START Dataset extract
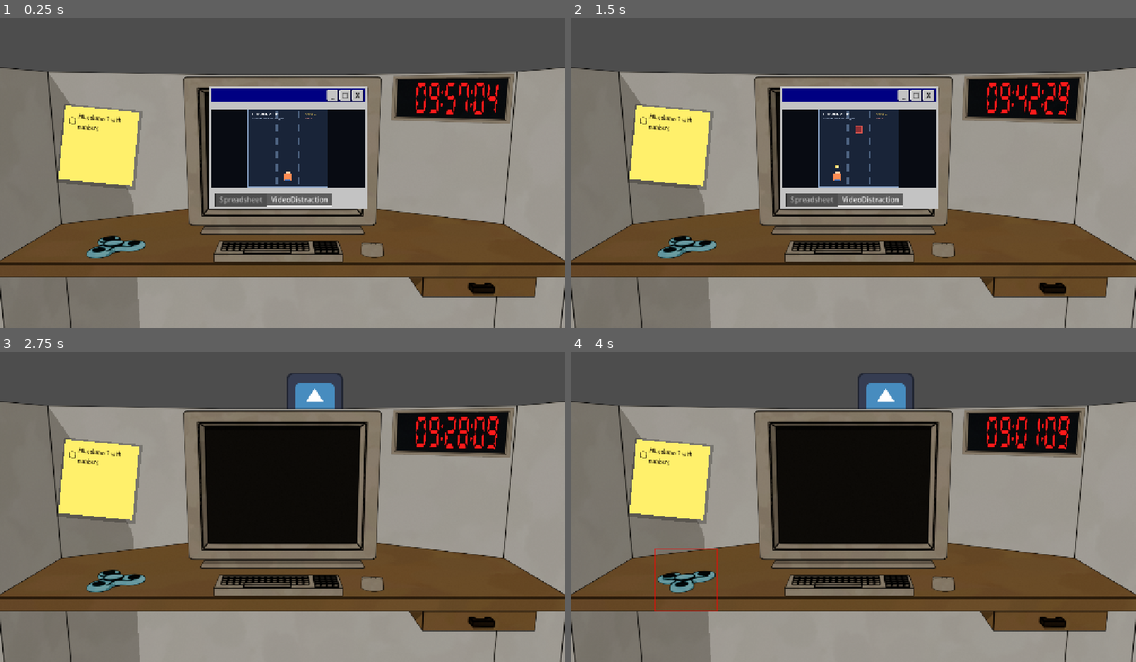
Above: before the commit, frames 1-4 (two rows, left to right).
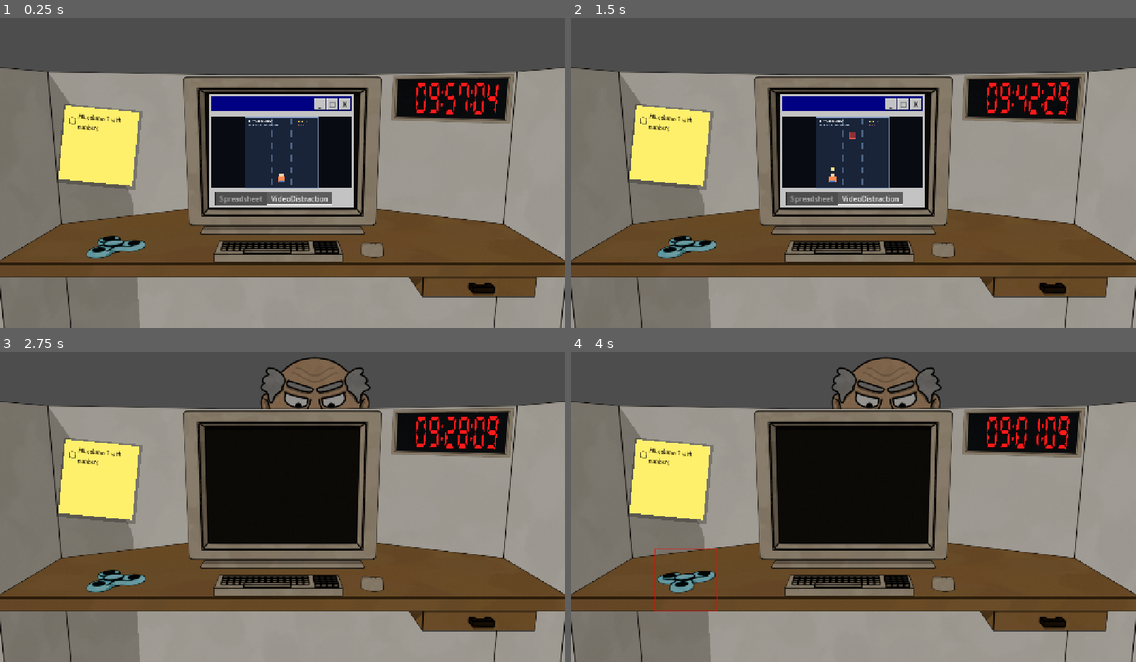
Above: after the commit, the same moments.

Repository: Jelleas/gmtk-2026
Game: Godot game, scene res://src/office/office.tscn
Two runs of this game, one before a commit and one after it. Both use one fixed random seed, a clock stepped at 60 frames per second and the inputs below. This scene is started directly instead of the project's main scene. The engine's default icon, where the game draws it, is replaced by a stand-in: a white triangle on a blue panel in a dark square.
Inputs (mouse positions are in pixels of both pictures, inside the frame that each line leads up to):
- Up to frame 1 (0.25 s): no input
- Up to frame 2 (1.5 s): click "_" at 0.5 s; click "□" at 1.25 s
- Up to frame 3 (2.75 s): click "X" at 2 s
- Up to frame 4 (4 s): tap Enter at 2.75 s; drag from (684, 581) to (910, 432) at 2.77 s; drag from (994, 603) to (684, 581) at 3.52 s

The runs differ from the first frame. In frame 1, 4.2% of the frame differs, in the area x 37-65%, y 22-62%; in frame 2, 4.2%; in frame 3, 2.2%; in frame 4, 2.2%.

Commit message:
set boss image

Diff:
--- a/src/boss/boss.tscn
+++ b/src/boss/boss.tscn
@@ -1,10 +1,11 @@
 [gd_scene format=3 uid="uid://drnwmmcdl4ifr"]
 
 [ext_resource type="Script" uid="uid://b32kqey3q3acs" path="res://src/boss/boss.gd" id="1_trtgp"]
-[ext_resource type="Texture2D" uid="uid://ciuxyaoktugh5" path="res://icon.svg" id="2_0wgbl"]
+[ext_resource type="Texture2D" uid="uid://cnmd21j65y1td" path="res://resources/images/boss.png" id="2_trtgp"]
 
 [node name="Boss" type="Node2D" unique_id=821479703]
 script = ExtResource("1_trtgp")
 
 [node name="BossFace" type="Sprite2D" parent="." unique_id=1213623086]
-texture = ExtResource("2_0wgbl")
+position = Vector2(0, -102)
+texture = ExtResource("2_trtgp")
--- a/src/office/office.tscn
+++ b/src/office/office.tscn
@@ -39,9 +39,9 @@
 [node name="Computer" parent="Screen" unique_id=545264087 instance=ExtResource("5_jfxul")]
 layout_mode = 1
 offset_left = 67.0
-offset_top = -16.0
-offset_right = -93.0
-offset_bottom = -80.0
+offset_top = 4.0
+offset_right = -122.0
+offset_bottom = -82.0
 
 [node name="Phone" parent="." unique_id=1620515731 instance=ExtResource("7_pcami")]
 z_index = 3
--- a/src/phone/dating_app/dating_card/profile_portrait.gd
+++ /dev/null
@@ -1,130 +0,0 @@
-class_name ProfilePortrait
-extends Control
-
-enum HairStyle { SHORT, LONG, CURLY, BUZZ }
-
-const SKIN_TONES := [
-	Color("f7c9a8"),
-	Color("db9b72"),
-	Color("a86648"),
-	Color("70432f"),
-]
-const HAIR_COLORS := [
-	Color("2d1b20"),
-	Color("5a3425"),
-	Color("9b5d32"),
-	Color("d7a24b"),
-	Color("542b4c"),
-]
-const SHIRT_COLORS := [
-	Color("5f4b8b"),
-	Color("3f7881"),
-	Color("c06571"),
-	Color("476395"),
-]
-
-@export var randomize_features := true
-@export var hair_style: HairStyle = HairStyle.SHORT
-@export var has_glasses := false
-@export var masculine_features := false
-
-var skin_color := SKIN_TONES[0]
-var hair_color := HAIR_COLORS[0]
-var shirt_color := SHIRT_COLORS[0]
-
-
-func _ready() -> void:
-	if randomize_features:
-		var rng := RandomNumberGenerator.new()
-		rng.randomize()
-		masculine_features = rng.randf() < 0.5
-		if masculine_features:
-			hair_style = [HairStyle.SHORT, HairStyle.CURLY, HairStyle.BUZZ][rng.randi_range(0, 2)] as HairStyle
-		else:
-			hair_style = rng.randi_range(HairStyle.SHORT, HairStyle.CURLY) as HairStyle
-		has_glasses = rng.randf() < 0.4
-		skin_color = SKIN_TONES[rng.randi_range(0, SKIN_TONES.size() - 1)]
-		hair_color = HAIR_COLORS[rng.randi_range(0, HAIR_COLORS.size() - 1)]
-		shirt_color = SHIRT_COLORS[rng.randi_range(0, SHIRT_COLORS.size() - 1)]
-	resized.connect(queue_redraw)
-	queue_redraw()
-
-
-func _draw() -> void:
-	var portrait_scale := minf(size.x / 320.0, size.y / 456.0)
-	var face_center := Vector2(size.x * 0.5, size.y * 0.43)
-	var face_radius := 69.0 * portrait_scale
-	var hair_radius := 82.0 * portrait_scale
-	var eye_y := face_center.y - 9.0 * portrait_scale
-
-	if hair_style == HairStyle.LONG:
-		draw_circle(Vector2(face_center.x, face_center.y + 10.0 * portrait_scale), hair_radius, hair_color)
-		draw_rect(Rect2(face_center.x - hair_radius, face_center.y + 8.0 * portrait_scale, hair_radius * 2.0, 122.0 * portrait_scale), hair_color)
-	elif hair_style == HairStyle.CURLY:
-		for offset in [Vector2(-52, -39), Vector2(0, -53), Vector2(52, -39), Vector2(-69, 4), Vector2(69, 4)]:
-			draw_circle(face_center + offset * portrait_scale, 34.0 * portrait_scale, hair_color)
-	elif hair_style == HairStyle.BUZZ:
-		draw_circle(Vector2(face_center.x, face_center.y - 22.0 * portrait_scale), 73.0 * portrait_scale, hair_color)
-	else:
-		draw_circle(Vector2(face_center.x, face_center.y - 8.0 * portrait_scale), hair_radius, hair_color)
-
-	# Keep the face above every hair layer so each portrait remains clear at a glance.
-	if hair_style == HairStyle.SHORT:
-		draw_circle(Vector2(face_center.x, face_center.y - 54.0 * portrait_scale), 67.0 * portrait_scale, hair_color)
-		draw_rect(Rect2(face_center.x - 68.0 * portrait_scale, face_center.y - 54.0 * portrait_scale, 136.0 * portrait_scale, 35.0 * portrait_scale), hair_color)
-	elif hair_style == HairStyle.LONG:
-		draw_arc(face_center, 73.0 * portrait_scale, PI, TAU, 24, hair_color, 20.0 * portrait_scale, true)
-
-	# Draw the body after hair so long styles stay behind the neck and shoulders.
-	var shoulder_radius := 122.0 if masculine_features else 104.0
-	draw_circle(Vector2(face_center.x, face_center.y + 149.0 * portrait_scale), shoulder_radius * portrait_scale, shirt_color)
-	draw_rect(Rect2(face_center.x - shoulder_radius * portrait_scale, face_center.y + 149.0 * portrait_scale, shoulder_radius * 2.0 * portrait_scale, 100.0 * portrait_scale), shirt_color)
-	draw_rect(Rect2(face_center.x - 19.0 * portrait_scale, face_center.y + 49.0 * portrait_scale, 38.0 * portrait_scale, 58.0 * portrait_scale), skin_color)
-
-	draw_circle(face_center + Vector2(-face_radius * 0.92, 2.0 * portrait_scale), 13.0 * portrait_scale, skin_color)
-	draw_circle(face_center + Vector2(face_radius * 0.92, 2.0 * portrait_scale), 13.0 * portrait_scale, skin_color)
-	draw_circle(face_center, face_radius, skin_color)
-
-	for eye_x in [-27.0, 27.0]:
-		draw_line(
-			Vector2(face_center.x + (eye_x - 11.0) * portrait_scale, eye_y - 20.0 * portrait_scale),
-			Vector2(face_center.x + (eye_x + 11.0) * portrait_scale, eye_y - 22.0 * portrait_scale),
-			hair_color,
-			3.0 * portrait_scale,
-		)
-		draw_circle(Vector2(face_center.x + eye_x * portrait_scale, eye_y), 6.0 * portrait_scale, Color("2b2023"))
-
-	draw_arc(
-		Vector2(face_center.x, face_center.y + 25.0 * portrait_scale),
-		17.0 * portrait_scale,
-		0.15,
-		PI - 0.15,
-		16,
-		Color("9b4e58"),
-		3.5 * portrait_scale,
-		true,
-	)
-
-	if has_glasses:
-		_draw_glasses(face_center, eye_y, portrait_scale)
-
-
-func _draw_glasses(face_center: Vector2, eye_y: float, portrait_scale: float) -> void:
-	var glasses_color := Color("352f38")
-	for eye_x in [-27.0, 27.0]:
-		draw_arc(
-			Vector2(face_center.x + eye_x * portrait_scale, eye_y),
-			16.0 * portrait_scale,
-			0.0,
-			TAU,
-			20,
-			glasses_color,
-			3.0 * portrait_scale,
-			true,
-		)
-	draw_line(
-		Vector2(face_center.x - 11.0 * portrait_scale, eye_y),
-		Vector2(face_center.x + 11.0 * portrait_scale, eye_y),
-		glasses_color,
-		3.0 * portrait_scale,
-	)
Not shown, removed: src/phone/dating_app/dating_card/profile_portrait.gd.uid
END Dataset extract
Problem to solve:
Make an exact copy of the records from their first line through the line containing "Two runs of", both ends included, with the pictures omitted.

Response to this exercise:
Above: before the commit, frames 1-4 (two rows, left to right).
Above: after the commit, the same moments.

Repository: Jelleas/gmtk-2026
Game: Godot game, scene res://src/office/office.tscn
Two runs of this game, one before a commit and one after it. Both use one fixed random seed, a clock stepped at 60 frames per second and the inputs below. This scene is started directly instead of the project's main scene. The engine's default icon, where the game draws it, is replaced by a stand-in: a white triangle on a blue panel in a dark square.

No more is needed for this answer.